Porcelain donkeys and French customs

Porcelain donkey

Hi everyone ! Mame Baudet back on the blog after quite a while. Apologies, but I’ve been honestly very, very busy since the Christmas break. We’ve got a new exhibition opening next week at the National Museum of Asian Art here in Paris and I’ve been involved in translating the catalogue and writing the 15 page booklet which will be on sale for visitors who don’t feel like swallowing the whole catalogue.

I emailed Jenifer (web editor) the other day telling her that next door to my doctor’s I’d seen an art gallery which apparently specialises in photography and what did I see in the window… a donkey ! And Jenifer jokingly replied « oh nooooooooo ! not another donkey in a gallery ». The donkey was an Egyptian one by the way.

But let’s get to the point and avoid another donkey in a gallery… though………
Early in Januray, I sent the link to the website and Mame Baudet’s blog to a friend of mine. She had a look at it and told me that years ago, herself and her family used to spend their summer holidays in the West of France and that the lady they stayed with was a donkey addict. Last Sunday, I was invited for dinner by that very same friend and she had a surprise for me - besides a couple of cheese labels with donkeys on it —it so happens that at one stage herself also collected cheese labels!— she handed me a small pack of porcelain donkey-shaped Epiphany trinkets.

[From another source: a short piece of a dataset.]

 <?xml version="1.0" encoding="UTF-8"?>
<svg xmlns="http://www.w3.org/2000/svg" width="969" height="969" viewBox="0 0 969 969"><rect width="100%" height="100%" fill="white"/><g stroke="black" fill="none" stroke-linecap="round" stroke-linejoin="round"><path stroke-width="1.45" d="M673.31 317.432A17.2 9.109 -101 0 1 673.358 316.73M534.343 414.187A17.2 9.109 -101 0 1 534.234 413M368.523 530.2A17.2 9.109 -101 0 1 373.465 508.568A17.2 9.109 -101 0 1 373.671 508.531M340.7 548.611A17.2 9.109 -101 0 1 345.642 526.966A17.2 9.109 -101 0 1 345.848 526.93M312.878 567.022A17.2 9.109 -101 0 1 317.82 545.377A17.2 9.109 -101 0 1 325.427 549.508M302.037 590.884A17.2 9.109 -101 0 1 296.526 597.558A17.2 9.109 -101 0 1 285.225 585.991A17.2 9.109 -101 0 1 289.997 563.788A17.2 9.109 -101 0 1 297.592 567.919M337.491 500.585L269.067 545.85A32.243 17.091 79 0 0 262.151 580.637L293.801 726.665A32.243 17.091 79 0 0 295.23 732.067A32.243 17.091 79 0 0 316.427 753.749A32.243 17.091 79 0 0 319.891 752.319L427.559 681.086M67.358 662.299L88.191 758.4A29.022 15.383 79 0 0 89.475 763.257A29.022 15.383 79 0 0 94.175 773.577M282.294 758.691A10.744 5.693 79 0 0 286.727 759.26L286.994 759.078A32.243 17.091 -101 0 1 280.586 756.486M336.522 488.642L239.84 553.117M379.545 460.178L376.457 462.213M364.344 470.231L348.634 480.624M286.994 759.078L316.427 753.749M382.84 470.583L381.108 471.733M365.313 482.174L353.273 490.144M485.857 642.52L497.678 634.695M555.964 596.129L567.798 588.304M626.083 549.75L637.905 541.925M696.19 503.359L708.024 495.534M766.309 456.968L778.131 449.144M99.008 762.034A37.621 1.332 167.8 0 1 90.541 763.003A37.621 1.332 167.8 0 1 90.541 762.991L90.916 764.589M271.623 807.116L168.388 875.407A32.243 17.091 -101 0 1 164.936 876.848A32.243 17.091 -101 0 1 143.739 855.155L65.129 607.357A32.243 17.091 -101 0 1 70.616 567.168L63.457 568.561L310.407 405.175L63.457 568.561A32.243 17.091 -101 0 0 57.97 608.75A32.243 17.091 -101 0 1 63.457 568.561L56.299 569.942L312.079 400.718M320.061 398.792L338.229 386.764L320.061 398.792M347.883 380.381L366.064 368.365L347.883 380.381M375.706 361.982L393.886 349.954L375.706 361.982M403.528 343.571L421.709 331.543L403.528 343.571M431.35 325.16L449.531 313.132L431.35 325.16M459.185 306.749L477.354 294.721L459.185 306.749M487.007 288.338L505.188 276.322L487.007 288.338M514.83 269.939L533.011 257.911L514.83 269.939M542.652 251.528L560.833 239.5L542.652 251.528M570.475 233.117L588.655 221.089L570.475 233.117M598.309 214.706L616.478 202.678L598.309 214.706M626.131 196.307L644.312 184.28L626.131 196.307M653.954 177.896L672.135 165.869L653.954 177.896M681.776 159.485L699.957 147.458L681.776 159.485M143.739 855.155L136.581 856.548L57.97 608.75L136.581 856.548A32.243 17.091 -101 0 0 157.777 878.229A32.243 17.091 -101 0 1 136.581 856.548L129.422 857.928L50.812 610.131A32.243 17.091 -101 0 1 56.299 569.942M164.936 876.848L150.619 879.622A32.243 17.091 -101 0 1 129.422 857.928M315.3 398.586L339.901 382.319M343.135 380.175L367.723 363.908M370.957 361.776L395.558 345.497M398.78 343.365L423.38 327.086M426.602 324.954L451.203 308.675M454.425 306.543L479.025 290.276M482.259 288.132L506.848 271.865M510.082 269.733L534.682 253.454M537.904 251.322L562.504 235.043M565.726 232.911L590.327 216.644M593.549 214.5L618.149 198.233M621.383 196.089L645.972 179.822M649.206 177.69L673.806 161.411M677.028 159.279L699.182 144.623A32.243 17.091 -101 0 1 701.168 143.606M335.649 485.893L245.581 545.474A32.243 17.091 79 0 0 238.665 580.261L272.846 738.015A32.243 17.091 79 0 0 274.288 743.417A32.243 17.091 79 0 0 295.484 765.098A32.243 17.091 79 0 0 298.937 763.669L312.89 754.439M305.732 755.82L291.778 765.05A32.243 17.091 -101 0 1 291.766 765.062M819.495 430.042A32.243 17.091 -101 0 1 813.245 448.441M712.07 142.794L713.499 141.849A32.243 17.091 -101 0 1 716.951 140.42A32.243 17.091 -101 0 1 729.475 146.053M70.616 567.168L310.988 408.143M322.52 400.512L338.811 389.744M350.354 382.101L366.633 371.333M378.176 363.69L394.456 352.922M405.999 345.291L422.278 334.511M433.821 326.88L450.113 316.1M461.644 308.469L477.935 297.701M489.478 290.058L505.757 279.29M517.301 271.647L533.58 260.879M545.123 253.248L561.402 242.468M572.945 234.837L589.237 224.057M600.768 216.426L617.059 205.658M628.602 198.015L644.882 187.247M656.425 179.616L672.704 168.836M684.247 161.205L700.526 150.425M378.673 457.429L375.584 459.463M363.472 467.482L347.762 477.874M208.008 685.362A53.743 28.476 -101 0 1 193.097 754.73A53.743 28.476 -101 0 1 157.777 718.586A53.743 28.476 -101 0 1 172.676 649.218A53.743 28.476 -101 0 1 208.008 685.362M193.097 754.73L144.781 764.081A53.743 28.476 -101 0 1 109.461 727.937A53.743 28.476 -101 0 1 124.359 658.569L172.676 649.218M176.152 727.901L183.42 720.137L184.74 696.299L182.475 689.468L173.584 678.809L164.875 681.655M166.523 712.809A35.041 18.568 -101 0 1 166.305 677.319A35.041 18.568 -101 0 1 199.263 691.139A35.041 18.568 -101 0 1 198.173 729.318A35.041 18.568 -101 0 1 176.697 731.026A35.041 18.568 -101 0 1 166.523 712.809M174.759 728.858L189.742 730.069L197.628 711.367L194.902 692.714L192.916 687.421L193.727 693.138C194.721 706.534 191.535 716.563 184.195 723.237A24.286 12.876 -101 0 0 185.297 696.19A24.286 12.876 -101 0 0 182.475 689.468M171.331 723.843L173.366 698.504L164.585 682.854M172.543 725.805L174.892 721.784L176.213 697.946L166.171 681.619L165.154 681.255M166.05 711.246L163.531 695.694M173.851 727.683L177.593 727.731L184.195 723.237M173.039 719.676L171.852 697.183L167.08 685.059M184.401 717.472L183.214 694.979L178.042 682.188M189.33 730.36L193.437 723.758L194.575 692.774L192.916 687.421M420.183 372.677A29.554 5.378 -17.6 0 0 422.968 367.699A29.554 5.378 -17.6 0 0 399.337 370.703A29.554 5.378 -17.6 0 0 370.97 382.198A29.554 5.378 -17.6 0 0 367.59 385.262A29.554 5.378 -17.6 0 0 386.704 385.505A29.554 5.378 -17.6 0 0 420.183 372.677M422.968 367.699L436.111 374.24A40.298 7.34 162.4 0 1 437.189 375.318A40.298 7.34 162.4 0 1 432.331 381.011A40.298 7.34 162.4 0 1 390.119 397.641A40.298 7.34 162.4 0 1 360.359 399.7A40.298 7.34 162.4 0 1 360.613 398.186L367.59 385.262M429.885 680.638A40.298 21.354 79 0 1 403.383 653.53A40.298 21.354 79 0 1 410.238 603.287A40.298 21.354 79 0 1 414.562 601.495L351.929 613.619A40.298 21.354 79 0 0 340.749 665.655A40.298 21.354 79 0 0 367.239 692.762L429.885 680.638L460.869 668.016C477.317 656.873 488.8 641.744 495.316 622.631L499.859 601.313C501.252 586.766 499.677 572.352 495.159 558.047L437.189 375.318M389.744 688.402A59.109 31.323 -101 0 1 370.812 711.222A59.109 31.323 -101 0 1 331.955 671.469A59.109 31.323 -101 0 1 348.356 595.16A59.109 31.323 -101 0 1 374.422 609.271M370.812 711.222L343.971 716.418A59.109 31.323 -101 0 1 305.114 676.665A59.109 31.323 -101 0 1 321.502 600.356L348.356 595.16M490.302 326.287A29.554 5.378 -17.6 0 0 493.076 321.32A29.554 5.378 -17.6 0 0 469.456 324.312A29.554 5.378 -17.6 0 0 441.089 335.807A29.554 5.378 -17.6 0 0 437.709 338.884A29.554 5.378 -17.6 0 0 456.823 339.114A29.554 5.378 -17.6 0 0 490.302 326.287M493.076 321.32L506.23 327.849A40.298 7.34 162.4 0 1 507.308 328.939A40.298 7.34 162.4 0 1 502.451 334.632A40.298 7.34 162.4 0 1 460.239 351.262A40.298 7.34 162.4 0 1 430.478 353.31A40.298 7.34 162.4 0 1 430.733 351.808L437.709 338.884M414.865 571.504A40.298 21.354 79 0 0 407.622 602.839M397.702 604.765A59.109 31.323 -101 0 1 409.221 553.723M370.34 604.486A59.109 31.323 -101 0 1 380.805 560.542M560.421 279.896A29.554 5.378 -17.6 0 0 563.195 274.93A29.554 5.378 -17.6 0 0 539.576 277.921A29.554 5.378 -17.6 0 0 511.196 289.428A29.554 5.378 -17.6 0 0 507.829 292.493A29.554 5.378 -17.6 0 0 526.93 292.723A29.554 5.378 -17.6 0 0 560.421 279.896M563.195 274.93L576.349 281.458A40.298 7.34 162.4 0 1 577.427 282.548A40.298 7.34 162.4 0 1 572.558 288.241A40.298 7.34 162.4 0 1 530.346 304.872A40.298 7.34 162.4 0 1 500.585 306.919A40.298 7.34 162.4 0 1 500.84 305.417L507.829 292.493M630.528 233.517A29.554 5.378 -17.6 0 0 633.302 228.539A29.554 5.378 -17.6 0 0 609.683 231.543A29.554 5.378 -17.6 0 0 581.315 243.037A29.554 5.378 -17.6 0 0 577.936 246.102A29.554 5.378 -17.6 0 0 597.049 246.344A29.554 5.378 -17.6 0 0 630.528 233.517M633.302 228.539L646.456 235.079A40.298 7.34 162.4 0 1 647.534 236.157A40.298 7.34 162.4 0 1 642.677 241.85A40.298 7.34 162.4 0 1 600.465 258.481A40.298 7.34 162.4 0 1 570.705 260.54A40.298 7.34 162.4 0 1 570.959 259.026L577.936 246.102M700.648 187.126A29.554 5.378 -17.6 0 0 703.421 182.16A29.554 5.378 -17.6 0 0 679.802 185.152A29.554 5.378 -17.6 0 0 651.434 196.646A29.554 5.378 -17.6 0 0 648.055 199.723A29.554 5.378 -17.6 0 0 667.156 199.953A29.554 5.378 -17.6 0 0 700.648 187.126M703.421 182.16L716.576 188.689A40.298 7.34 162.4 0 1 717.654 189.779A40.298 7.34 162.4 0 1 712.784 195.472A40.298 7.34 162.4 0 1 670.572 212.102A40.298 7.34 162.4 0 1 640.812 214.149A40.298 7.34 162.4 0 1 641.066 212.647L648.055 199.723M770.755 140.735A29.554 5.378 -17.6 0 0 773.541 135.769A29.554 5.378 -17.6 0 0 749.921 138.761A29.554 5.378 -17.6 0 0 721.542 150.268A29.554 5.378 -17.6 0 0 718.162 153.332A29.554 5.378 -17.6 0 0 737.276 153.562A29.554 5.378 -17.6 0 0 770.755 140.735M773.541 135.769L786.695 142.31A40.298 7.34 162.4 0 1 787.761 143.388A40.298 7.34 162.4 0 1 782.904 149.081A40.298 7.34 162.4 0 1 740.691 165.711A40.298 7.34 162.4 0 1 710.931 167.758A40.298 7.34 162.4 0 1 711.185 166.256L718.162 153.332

I know you Irish people have specific customs on Nollaig Bheagh. Well, in France we also have our own. On Epiphany day, which was held on 6th of Januray before a recent reform moved it to the first Sunday of January, people eat a special cake which is called either "galette des rois" in the North of the country and in Belgium, or "gâteau des rois" in the South. The "galette" is a round flat pastry filled with almond paste or apple compote. A "fève" is hidden inside and baked with the cake and the lucky one who finds it is king or queen for the day… a cardboard crown goes with the cake when you buy it at a bakery. In the past, but I reckon it still happens in many families, a child went under the table and, as the cake was being shared out, said who would get each share.

Originally, the "fève" was a real broad-bean… and "fève" is indeed the French for broad-bean. Some actually claim that in the Middle Ages, people used to put a broad-bean in cakes as they were supposed to ward off evil spirits which could have disturbed the meal. A custom akin to superstition which the Church never really approved of but eventually absorbed by deciding that this cake should be eaten on Epiphany day to commemorate the visit paid to the Child Jesus by the Magi. As long as France remained a monarchy, nobody objected to the cake being called "galette des rois". But during the French revolution, the government put a ban on the custom. Yet people carried on in secret until Napoleon lifted the ban.

The first porcelain "fève" is said to have been made in 1874 in Germany and was shaped as a baby. The range of subjects started to widen in the late 19th and early 20th century and they now reproduce nearly anything from animals or everyday life tools to the heroes of the latest Disney movie. Plastic was used also in the 1960s and metal as well but the later lead to some mishaps (with the growing use of the micro-wave) and porcelain fèves made their come-back in the 1980s.

Still now, when I visit my parents early in January, we eat the galette together, and believe it or not… though I’m now in my late forties, my mum still cheats, checking the cake before the meal starts so that she knows exactly which share to give me for me to be the queen ;-)
But never before did I find a donkey in my cake. So I was delighted last Sunday, to become the proud owner of no less than FIVE porcelain donkeys even if they were not in the cake. You’ve just seen the one I find the cutest with his lovely little hat. He reminds me of Jubilee who could be seen sporting a very elegant pink hat in a group of Sidmouth HQ staff during the Breast Cancer Awareness month last year.